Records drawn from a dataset
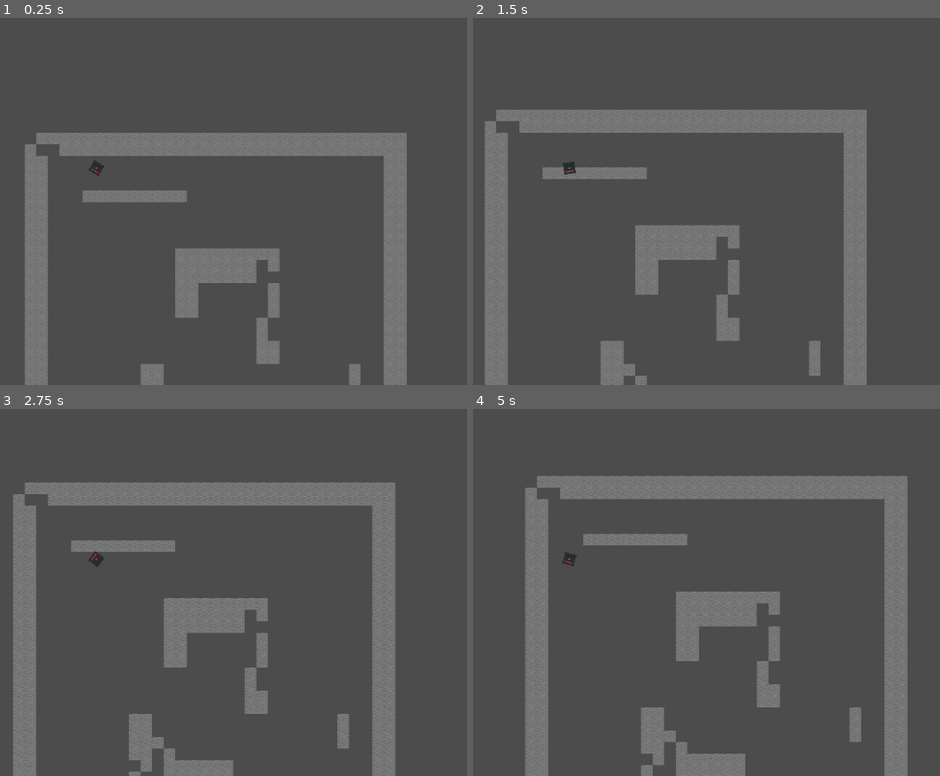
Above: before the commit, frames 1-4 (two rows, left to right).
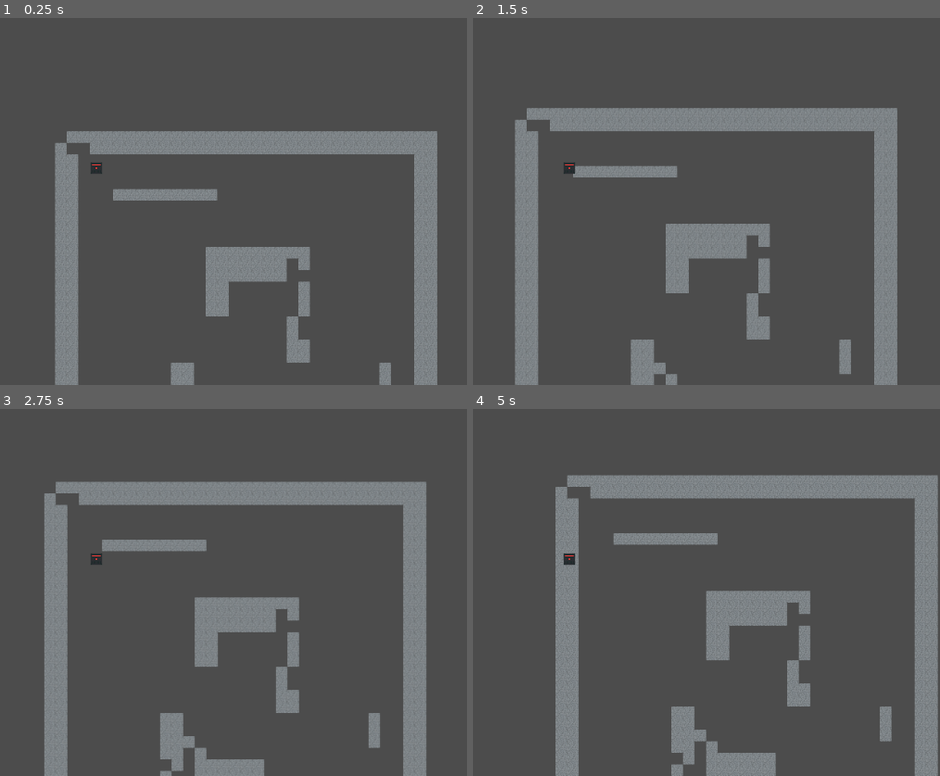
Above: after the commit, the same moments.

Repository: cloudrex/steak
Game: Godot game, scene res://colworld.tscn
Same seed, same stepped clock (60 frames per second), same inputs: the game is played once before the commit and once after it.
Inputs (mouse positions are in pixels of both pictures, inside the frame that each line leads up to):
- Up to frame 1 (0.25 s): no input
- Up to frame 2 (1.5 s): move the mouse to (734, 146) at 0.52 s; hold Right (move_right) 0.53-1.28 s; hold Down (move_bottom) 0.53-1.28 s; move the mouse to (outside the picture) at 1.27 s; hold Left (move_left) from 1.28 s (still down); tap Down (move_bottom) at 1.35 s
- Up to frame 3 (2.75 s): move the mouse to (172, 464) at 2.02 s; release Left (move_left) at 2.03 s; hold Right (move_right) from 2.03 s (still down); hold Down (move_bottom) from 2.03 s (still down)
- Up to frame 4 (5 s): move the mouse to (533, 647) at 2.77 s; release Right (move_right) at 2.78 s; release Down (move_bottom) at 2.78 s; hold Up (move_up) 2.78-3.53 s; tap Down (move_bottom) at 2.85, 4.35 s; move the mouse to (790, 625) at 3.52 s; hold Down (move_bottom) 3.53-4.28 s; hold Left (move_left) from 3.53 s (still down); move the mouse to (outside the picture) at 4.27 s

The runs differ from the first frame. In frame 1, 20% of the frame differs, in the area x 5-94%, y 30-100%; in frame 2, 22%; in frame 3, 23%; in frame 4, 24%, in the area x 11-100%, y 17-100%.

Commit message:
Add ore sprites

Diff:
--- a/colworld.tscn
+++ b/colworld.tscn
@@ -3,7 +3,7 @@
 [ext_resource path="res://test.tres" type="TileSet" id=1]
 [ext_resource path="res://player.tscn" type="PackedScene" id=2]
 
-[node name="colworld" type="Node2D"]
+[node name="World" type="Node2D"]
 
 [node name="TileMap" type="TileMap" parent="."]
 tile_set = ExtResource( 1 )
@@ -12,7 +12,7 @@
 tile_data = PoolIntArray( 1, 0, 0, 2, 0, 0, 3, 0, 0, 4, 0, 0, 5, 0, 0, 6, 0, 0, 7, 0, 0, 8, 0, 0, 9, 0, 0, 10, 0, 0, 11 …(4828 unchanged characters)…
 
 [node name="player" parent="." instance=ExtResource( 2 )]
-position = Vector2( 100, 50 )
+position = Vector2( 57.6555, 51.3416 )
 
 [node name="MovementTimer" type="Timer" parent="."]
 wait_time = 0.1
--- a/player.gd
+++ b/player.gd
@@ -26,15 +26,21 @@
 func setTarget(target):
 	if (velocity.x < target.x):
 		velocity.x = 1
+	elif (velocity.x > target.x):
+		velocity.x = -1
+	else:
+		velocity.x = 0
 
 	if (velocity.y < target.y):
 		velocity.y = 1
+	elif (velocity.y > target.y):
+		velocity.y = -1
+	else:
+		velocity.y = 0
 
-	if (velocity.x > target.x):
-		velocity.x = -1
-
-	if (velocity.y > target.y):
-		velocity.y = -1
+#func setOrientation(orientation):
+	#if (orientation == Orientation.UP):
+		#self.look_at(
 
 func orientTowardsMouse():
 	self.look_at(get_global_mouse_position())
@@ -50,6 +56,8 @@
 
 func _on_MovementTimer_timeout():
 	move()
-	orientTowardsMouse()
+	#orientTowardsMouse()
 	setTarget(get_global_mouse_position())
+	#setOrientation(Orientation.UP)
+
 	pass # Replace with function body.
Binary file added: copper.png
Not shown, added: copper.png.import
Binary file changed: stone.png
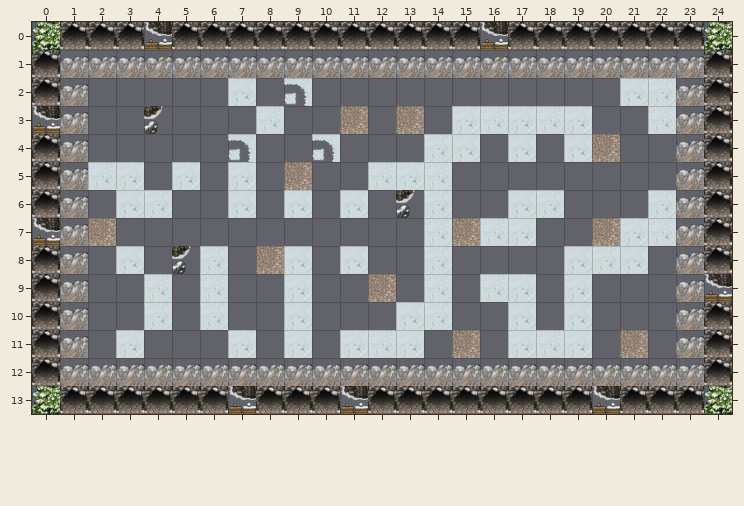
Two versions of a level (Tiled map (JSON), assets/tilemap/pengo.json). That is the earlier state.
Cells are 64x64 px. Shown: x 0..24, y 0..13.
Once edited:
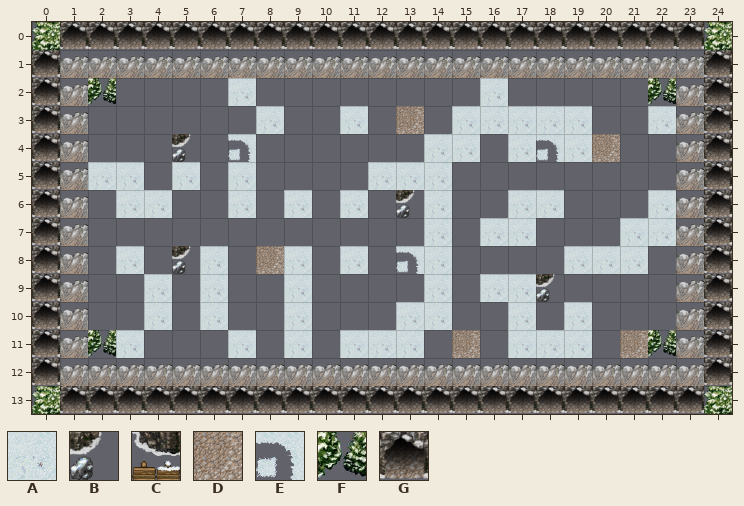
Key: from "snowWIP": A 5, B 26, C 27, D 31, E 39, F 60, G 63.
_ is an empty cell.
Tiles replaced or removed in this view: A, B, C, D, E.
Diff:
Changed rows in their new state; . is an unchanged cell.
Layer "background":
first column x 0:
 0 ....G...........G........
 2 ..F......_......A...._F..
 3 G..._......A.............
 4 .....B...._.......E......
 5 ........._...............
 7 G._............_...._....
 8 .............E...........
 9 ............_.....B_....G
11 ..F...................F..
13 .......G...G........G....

**What is expected:** The word to find is "added". Copy every line of the records that holds it.

**Answer to this problem:**
Binary file added: copper.png
Not shown, added: copper.png.import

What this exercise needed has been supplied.